- AIM OF THE EXERCISE -
Given these entries, repeat exactly the lines starting with the one that has "Above: before the commit, frames 1-4 (two" and going on through the one that has "- Up to frame 2 (0.25 s): no input", both included, but none of the pictures.

- Items from a dataset -
>>>
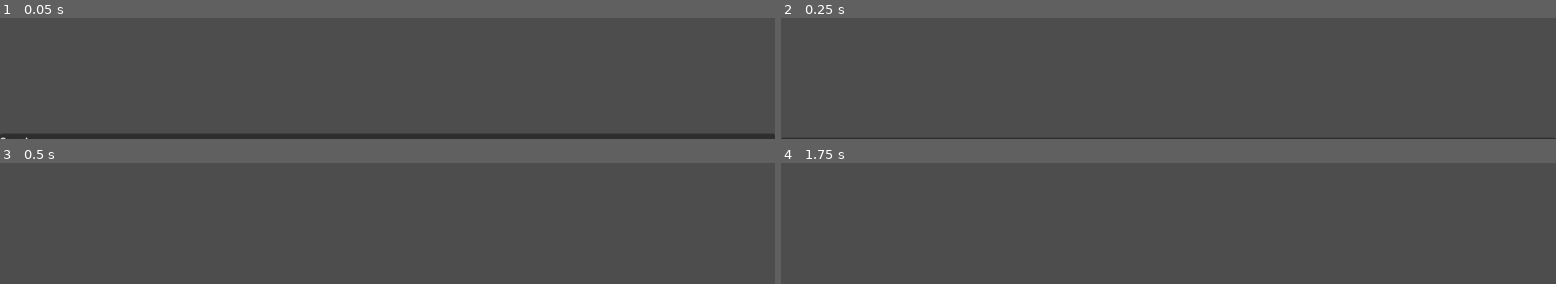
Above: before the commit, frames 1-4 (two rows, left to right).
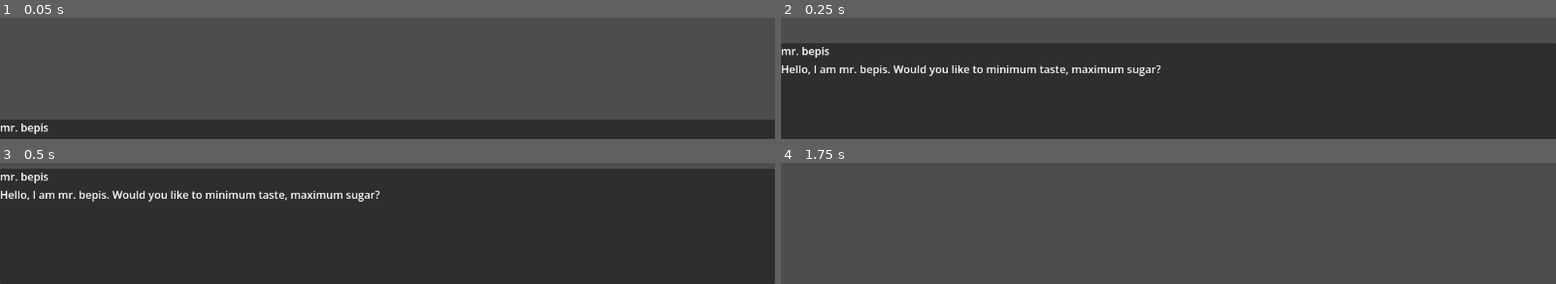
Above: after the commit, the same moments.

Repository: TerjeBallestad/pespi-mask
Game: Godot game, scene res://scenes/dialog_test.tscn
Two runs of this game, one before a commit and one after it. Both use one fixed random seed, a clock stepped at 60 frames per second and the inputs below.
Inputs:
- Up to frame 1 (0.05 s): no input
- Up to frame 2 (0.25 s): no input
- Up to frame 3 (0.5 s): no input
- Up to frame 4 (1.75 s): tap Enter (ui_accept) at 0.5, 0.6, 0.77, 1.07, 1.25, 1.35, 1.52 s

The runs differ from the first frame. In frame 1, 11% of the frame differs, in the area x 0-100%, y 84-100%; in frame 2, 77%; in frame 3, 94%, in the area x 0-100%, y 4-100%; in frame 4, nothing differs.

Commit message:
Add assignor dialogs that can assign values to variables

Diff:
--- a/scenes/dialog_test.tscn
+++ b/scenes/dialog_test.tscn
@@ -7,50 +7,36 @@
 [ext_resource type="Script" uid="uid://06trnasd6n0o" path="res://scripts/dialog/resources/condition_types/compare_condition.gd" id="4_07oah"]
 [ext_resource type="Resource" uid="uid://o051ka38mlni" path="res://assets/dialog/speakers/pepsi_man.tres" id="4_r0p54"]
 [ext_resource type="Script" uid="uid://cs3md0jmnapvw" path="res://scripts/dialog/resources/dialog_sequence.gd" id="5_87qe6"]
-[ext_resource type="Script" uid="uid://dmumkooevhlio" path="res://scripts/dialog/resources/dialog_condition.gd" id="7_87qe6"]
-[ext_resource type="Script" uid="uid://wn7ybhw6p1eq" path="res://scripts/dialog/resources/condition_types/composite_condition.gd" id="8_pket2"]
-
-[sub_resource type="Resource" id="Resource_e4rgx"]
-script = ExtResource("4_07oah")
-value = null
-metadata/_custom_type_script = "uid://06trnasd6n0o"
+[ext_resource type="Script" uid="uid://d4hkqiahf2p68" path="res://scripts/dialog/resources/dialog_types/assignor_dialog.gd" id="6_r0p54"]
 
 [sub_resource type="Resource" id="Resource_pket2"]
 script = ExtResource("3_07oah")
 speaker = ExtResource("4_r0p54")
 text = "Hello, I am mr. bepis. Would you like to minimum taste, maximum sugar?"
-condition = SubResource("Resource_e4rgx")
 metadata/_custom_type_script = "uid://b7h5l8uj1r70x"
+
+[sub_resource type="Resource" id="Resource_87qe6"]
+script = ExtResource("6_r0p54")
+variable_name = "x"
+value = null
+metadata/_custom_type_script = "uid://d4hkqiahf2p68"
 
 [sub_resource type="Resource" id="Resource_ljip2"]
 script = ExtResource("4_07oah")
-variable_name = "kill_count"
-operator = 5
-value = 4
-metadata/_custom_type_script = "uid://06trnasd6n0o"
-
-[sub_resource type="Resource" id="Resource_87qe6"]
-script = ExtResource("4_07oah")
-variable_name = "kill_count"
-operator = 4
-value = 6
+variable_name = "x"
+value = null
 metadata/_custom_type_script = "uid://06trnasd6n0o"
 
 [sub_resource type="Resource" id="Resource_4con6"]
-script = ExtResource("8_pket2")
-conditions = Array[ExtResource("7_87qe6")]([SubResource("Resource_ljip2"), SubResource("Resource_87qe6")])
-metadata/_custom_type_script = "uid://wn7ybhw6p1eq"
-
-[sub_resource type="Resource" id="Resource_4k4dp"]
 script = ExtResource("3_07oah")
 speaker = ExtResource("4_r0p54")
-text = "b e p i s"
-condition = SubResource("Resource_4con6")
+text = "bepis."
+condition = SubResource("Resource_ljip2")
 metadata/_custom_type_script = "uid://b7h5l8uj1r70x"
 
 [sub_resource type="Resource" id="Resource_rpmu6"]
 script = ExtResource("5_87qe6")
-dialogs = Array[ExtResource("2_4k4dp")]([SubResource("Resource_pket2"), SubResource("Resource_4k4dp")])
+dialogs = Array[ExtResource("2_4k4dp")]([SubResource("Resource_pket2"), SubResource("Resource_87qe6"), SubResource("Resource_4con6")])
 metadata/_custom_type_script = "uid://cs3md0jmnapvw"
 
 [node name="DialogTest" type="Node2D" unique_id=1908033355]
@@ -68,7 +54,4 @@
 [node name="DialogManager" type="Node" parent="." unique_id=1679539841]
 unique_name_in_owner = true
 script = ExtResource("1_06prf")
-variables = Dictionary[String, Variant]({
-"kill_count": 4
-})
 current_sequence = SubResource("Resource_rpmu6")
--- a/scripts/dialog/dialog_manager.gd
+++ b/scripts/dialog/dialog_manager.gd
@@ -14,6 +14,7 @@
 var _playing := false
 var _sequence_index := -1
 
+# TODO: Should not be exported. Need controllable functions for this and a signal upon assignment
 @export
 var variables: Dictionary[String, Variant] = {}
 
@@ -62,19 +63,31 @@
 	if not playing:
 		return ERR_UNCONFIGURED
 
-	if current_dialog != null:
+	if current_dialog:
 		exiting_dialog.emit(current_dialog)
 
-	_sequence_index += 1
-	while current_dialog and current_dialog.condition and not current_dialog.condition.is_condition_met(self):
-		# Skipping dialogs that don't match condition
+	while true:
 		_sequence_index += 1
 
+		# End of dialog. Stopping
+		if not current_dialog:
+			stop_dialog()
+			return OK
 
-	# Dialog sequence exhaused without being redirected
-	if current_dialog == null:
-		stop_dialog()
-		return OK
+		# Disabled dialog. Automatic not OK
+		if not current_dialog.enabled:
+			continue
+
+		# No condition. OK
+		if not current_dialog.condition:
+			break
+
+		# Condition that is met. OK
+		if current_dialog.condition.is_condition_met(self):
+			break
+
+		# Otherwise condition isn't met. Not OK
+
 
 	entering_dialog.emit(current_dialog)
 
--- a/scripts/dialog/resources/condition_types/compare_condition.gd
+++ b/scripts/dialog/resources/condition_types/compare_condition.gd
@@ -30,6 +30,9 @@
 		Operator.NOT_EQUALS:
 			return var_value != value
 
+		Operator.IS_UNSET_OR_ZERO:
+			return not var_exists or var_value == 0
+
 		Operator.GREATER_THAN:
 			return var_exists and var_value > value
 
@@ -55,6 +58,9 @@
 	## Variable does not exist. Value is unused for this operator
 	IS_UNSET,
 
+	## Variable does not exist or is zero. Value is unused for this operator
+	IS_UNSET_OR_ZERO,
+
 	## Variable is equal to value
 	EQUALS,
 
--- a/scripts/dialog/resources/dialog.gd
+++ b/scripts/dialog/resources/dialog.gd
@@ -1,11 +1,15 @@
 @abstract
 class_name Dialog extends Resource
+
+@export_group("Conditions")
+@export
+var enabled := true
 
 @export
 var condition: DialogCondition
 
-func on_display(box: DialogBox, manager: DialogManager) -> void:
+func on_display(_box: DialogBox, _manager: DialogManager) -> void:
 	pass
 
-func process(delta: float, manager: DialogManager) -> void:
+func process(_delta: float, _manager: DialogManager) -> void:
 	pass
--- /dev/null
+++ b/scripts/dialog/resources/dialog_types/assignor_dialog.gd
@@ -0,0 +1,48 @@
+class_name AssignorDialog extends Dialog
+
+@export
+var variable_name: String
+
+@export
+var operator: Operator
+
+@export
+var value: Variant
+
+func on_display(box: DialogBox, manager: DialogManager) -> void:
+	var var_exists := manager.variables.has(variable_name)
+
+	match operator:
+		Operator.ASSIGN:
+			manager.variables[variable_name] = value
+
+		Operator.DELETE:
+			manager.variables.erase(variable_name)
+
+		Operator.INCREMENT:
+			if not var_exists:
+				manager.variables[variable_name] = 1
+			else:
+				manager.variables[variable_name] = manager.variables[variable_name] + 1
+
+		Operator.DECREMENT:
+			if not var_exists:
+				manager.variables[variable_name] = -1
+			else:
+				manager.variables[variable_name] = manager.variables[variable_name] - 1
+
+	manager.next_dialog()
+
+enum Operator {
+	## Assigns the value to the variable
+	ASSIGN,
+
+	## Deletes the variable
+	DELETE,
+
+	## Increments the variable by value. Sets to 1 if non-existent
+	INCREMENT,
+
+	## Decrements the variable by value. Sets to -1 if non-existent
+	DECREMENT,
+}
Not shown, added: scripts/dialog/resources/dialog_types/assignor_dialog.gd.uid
<<<
>>>
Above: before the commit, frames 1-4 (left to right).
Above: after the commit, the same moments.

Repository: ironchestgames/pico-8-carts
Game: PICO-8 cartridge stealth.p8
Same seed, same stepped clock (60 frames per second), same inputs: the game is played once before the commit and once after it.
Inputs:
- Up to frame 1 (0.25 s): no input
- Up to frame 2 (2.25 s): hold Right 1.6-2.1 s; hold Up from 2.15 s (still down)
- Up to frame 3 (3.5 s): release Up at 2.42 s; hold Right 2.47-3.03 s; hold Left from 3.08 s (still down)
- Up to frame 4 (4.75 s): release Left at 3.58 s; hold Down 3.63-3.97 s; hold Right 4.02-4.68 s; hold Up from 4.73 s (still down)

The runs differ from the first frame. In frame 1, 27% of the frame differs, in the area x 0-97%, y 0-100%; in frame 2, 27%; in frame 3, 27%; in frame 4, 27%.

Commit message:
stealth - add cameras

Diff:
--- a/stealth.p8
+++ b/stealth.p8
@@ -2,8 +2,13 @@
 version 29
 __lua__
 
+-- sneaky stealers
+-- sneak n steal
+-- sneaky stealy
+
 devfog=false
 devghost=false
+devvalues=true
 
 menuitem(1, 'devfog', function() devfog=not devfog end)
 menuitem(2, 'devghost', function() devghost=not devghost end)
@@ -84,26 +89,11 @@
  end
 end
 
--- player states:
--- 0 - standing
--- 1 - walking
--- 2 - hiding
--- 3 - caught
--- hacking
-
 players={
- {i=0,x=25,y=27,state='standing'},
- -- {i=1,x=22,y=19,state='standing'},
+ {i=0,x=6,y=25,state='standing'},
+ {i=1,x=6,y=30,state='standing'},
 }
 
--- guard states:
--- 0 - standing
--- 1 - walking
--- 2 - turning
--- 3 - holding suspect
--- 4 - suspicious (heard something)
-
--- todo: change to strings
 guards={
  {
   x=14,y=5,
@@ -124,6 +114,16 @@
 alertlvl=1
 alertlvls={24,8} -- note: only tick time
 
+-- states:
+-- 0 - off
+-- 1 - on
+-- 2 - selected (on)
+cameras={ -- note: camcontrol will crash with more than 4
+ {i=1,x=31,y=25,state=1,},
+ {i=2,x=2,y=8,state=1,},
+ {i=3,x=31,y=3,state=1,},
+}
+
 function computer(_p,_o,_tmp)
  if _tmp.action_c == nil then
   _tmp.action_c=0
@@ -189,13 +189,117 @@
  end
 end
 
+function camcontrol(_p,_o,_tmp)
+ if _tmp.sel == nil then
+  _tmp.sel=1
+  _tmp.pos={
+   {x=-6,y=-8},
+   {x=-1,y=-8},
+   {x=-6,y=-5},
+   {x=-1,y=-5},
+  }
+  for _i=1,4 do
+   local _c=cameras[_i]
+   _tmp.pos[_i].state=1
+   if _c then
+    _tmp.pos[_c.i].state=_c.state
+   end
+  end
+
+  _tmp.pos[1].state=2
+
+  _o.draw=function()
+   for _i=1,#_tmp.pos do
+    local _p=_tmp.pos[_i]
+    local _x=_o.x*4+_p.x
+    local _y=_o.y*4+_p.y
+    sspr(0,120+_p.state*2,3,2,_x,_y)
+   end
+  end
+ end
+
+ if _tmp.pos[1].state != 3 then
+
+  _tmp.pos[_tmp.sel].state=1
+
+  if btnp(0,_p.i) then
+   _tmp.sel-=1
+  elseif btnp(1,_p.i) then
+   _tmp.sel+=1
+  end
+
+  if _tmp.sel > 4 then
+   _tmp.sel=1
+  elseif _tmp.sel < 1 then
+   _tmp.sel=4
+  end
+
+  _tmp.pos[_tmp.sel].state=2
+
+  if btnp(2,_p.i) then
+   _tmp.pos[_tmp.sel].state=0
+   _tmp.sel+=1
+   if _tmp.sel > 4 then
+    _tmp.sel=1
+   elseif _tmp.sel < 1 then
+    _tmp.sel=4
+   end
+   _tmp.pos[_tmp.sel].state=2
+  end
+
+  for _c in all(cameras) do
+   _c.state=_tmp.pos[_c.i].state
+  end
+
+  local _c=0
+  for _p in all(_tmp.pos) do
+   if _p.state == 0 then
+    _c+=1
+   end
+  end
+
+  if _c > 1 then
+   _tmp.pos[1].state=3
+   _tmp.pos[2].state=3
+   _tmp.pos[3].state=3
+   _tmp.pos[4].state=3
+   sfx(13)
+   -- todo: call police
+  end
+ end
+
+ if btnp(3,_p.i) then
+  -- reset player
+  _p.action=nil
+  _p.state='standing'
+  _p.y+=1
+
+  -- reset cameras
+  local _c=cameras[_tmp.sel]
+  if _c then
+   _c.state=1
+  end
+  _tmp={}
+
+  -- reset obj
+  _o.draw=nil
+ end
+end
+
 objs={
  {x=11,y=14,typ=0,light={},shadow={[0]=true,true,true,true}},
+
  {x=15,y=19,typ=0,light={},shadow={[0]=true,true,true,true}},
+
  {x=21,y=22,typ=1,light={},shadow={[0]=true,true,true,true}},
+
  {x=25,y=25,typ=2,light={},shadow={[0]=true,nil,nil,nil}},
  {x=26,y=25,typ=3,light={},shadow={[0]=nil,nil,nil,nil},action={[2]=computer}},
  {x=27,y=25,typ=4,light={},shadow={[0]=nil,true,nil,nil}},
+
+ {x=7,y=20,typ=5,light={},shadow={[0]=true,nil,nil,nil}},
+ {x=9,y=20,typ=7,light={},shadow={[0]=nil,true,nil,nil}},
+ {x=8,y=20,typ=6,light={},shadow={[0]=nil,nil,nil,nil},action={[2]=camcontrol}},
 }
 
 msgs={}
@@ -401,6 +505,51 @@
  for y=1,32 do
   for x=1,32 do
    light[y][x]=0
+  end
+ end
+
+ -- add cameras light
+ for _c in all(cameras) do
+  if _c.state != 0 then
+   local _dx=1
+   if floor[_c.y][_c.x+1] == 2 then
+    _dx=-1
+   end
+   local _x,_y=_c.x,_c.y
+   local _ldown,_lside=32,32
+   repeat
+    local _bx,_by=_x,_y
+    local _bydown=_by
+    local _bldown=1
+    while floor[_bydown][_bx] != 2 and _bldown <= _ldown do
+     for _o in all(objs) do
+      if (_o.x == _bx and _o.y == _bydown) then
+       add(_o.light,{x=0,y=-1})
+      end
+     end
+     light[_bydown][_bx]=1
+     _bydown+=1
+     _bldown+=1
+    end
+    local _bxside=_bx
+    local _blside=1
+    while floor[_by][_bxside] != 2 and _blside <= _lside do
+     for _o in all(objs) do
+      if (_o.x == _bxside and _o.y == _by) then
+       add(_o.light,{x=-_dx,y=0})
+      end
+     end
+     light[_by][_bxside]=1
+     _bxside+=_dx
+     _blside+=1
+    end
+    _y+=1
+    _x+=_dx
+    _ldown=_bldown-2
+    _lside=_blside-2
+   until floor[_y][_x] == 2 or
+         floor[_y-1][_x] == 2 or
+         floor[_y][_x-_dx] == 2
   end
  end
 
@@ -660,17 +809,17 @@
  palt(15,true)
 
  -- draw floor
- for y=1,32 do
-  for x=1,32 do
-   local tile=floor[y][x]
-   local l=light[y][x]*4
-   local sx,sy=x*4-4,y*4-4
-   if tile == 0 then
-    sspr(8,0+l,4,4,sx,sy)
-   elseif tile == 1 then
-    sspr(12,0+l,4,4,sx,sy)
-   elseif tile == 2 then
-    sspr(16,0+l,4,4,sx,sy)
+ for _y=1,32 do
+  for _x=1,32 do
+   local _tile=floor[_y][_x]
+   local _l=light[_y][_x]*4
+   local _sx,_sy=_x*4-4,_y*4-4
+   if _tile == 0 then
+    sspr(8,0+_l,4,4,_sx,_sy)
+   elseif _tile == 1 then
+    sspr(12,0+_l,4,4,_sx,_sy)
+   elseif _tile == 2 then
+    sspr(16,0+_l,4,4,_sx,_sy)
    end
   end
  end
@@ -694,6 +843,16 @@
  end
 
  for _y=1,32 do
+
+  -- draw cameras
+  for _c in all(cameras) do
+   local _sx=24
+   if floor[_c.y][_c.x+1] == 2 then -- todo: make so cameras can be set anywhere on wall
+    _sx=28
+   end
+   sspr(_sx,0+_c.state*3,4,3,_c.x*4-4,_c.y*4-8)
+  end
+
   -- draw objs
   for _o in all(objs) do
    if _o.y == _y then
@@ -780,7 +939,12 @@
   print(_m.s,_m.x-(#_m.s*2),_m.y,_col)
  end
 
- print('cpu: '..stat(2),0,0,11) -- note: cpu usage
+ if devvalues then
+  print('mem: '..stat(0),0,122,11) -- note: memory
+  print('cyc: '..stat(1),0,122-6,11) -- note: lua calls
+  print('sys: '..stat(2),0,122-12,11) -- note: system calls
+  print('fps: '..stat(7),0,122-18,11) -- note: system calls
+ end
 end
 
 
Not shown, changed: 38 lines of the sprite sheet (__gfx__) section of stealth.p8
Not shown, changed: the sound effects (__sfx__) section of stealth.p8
<<<
- REPLY TO THE EXERCISE -
Above: before the commit, frames 1-4 (two rows, left to right).
Above: after the commit, the same moments.

Repository: TerjeBallestad/pespi-mask
Game: Godot game, scene res://scenes/dialog_test.tscn
Two runs of this game, one before a commit and one after it. Both use one fixed random seed, a clock stepped at 60 frames per second and the inputs below.
Inputs:
- Up to frame 1 (0.05 s): no input
- Up to frame 2 (0.25 s): no input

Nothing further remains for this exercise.